What you need to do — In the records below, which lines include "this"? Copy them.
___ Provided information
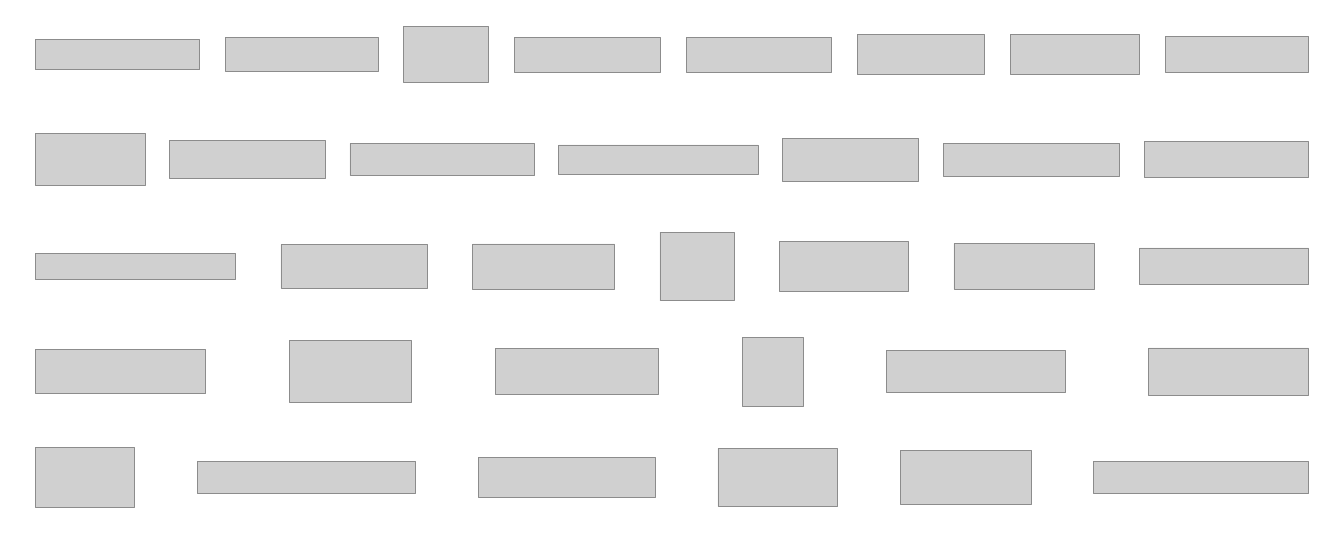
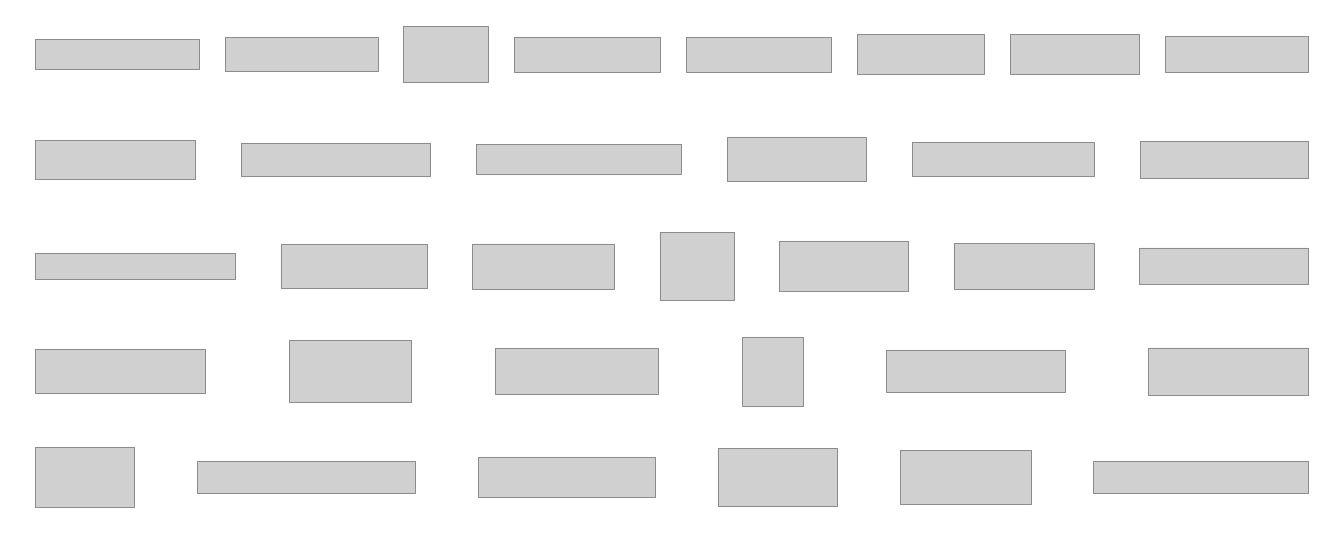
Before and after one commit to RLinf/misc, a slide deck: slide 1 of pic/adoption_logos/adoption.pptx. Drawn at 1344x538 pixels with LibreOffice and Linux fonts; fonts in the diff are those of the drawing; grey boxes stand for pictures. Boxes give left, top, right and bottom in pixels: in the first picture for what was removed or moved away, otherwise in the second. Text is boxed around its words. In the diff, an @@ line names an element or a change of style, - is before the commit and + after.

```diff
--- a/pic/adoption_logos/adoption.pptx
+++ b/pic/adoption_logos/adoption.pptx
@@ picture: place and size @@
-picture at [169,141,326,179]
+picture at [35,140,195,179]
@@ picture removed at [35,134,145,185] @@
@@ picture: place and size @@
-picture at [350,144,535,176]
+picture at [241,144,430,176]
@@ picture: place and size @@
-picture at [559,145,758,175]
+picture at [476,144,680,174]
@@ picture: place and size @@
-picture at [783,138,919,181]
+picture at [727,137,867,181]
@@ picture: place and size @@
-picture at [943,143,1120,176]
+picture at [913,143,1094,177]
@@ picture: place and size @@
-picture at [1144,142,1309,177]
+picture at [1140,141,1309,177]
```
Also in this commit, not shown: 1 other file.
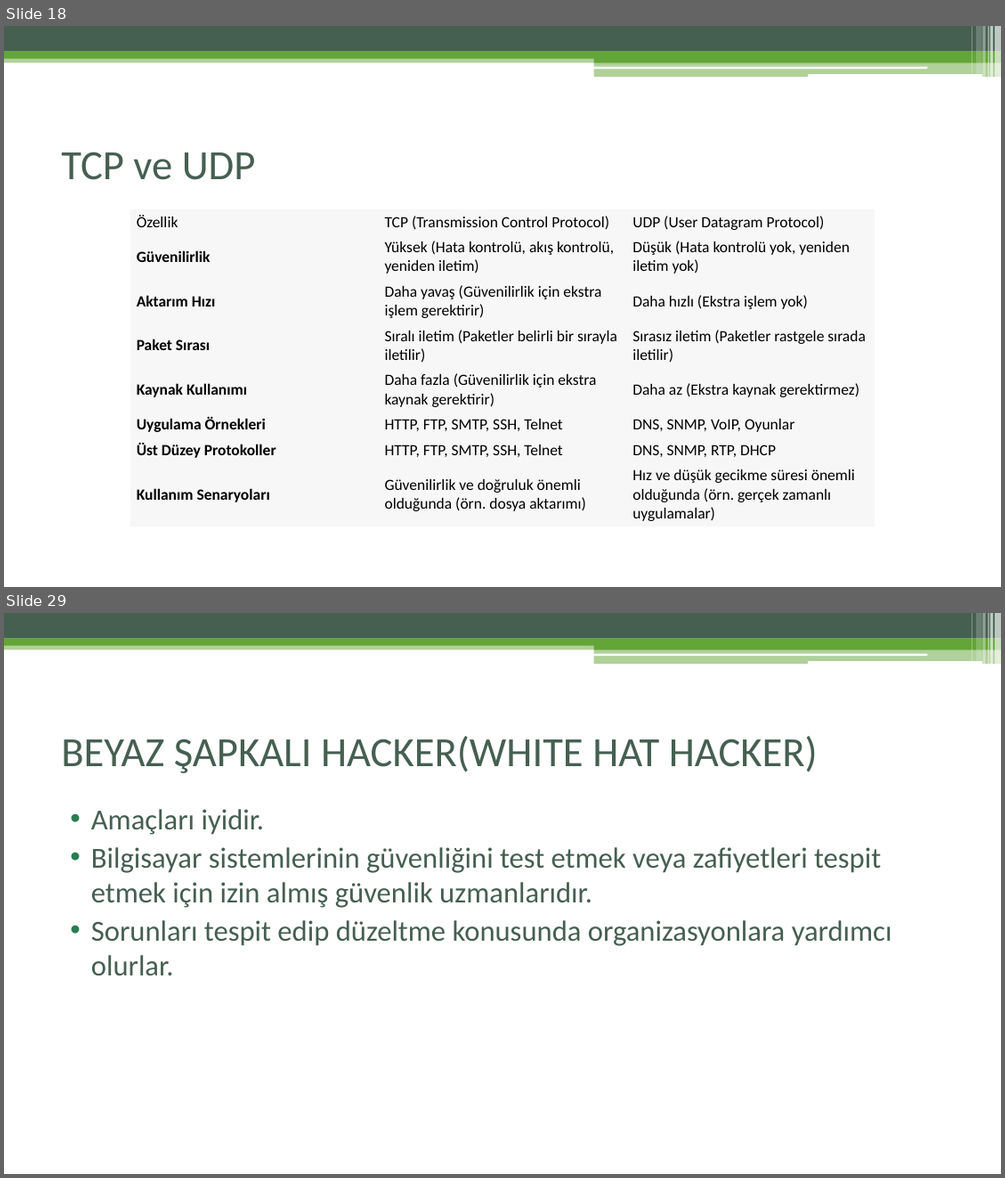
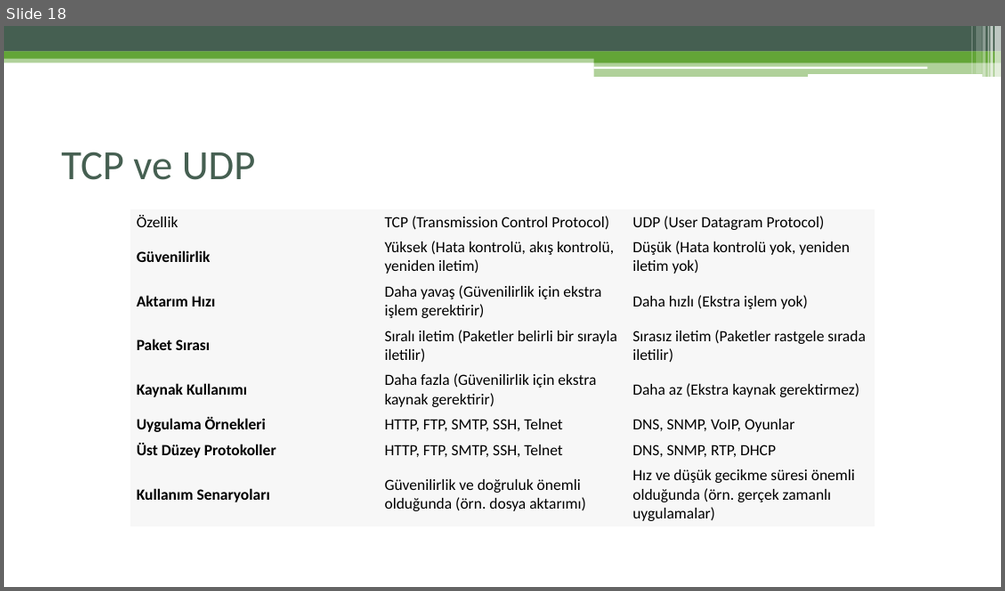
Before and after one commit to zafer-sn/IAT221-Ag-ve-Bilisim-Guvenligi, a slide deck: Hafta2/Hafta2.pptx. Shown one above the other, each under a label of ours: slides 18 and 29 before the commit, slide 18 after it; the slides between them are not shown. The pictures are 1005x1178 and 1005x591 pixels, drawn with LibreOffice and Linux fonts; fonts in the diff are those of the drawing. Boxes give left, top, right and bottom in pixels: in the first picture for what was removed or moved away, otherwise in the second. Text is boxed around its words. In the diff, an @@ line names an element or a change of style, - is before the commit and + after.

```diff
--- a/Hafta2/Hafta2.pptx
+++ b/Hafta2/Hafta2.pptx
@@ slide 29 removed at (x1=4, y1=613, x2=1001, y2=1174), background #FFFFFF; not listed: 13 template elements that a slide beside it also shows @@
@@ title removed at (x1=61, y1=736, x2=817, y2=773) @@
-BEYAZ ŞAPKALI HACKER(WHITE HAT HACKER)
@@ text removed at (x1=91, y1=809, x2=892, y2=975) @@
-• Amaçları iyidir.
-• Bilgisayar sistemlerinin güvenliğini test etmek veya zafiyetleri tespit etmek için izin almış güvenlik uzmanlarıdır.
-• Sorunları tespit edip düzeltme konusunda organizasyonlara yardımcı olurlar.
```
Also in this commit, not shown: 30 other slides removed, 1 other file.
______
___ Provided information
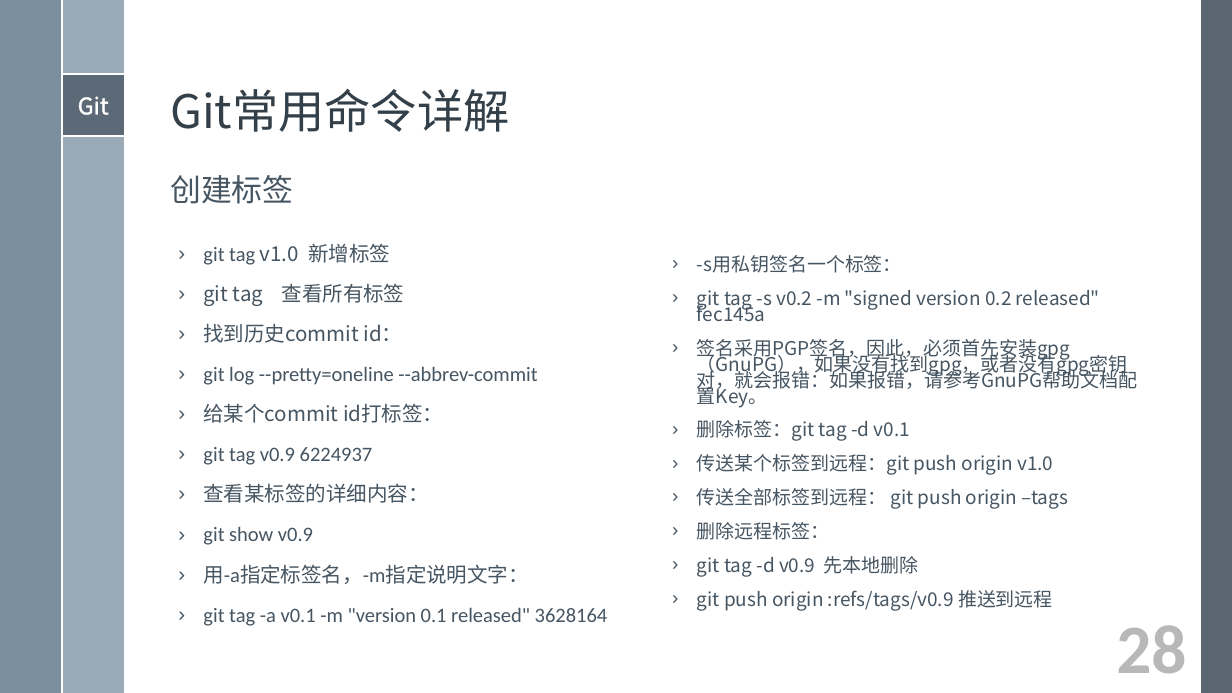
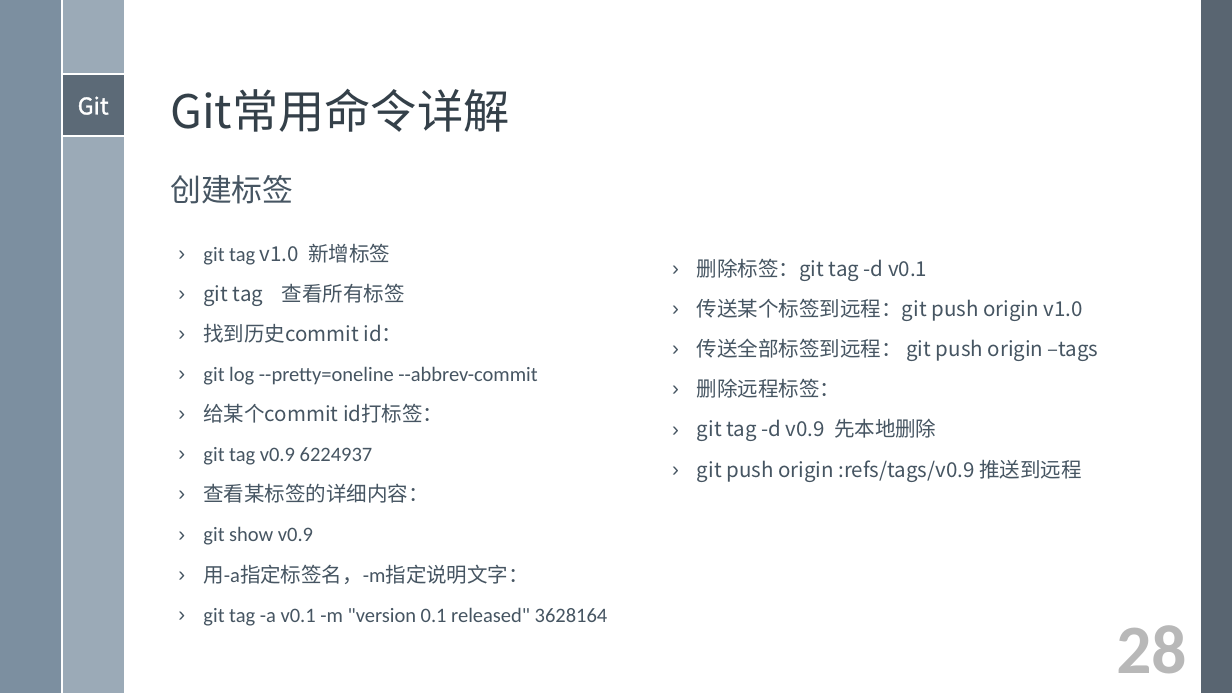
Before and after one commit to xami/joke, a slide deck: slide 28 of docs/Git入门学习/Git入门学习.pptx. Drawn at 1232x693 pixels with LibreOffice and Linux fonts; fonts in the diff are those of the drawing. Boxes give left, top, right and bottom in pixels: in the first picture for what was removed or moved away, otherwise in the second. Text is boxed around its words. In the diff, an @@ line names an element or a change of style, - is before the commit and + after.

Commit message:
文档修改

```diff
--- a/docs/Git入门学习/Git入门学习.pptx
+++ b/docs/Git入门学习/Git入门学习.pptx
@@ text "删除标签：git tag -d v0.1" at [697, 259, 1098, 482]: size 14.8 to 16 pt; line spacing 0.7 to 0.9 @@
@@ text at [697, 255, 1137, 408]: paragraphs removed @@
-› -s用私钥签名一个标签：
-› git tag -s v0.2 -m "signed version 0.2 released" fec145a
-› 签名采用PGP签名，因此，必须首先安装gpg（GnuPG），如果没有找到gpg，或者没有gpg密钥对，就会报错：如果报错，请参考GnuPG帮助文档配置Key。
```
______
___ Provided information
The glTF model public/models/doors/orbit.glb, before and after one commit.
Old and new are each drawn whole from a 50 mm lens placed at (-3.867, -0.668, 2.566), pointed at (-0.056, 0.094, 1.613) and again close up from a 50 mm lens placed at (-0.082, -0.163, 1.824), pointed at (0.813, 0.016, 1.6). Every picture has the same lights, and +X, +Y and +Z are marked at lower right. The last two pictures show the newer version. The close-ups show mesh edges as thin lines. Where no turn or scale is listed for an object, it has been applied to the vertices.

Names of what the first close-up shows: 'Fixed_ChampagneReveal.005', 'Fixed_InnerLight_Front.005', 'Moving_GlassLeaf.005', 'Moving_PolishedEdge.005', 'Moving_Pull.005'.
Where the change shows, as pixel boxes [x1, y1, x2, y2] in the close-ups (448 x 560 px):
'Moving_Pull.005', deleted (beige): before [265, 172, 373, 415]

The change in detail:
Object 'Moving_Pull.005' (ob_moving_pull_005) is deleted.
______
Answer section —
Also in this commit, not shown: 1 other file.
Also in this commit, not shown: 30 other slides removed, 1 other file.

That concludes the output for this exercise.